Honestly, I think the new names are an improvement. I’m not sure there’s ever been a universally accepted definition separating a “moderate” growth investor from a “conservative” growth investor. And calling someone with less than half their portfolio in stocks a “growth” investor always struck me as a bit odd.
Still, this is cosmetic. Nothing changes for investors’ portfolios or bottom lines. The names are different. The funds are not.
The Bond Manager Shuffle Continues
Vanguard’s door is opening a little wider.
The fund giant recently hired Alexander Payne from Morgan Stanley to lead its mortgage team, and wasted no time putting him to work. On Monday, Payne was named co-manager of Government Securities Active ETF (VGVT) and Short-Term Federal (VSGBX).
At the same time, John Madziyire stepped away from all his portfolio management duties, including the short-, intermediate- and long-term Treasury funds, Government Securities Active ETF and Inflation-Protected Securities (VIPSX). Madziyire isn’t leaving Vanguard, though—he’s “returning home to London,” where he’ll join the Global Bond index team.

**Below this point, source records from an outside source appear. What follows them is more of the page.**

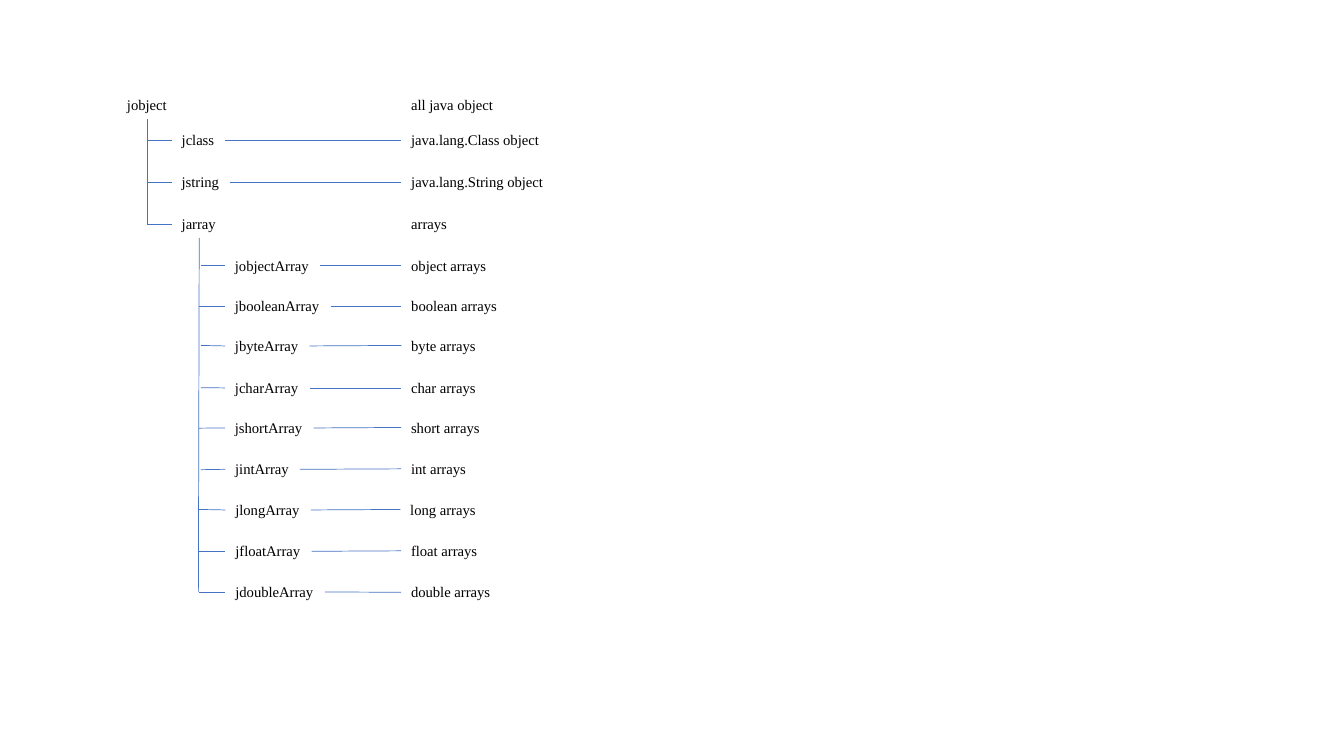
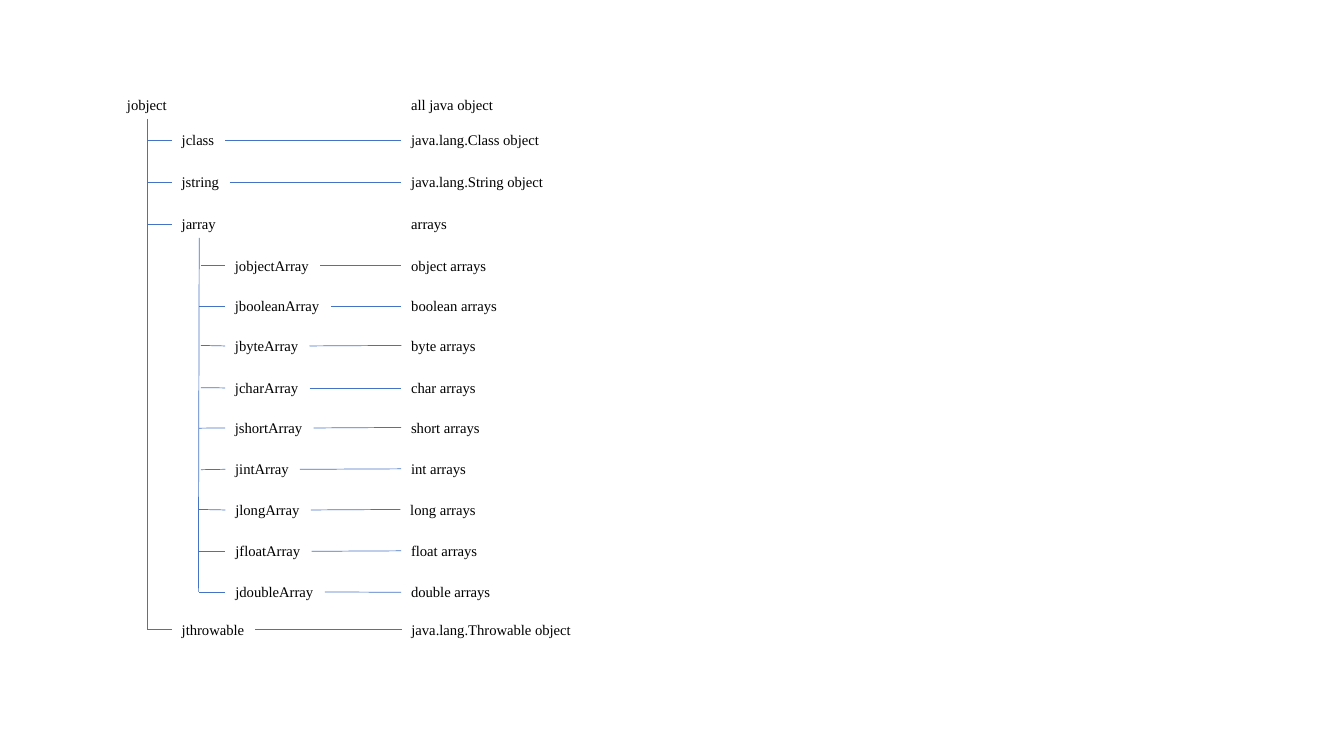
Before and after one commit to XuJian1252878/Photor, a slide deck: slide 1 of android/final/image/2/演示文稿1.pptx. Drawn at 1344x756 pixels with LibreOffice and Linux fonts; fonts in the diff are those of the drawing. Boxes give left, top, right and bottom in pixels: in the first picture for what was removed or moved away, otherwise in the second. Text is boxed around its words. In the diff, an @@ line names an element or a change of style, - is before the commit and + after.

```diff
--- a/android/final/image/2/演示文稿1.pptx
+++ b/android/final/image/2/演示文稿1.pptx
@@ line added from (147, 224) to (147, 630), #4472C4 0.5 pt @@
@@ text added at <box>182,624,244,638</box>, 10.5 pt, text #000000 @@
+jthrowable
@@ text added at <box>411,624,571,638</box>, 10.5 pt, text #000000 @@
+java.lang.Throwable object
@@ line added from (147, 630) to (171, 630), #4472C4 0.5 pt @@
@@ line added from (255, 630) to (401, 630), #4472C4 0.5 pt @@
```
Also in this commit, not shown: 1 slide added, 5 other files.

As I said in April when Vanguard added co-managers to several bond funds, the firm is increasingly willing to look outside its walls for investment talent.
Historically, Vanguard prided itself on developing managers internally. I don’t think that philosophy has disappeared. But the culture is clearly evolving. The message from Malvern seems to be that experience gained elsewhere is no longer viewed as a drawback—and may even be an advantage.
Our Portfolios
Our Portfolios are showing solid returns for the year through Tuesday. The Aggressive Portfolio is up 9.9%, the Aggressive ETF Portfolio is up 8.5%, the Growth Portfolio is up 8.6%, the Moderate Portfolio is up 9.4% and the Conservative Portfolio is up 5.3%.
This compares to an 8.5% return for Total Stock Market Index (VTSAX) and 11.9% gain for Total International Stock Index (VTIAX). Total Bond Market Index (VBTLX) is flat on the year. Vanguard’s most aggressive multi-index fund, Target Retirement 2070 (VSNVX), is up 9.0% for the year, and its most conservative, LifeStrategy 20/80 (VASIX), is up 2.1%.
IVA Research
Yesterday, I dug into one of investing’s most accepted beliefs—that small stocks outperform over time—and whether the real-world evidence actually supports it.
Until my next IVA Weekly Brief, have a safe, sound and prosperous investment future.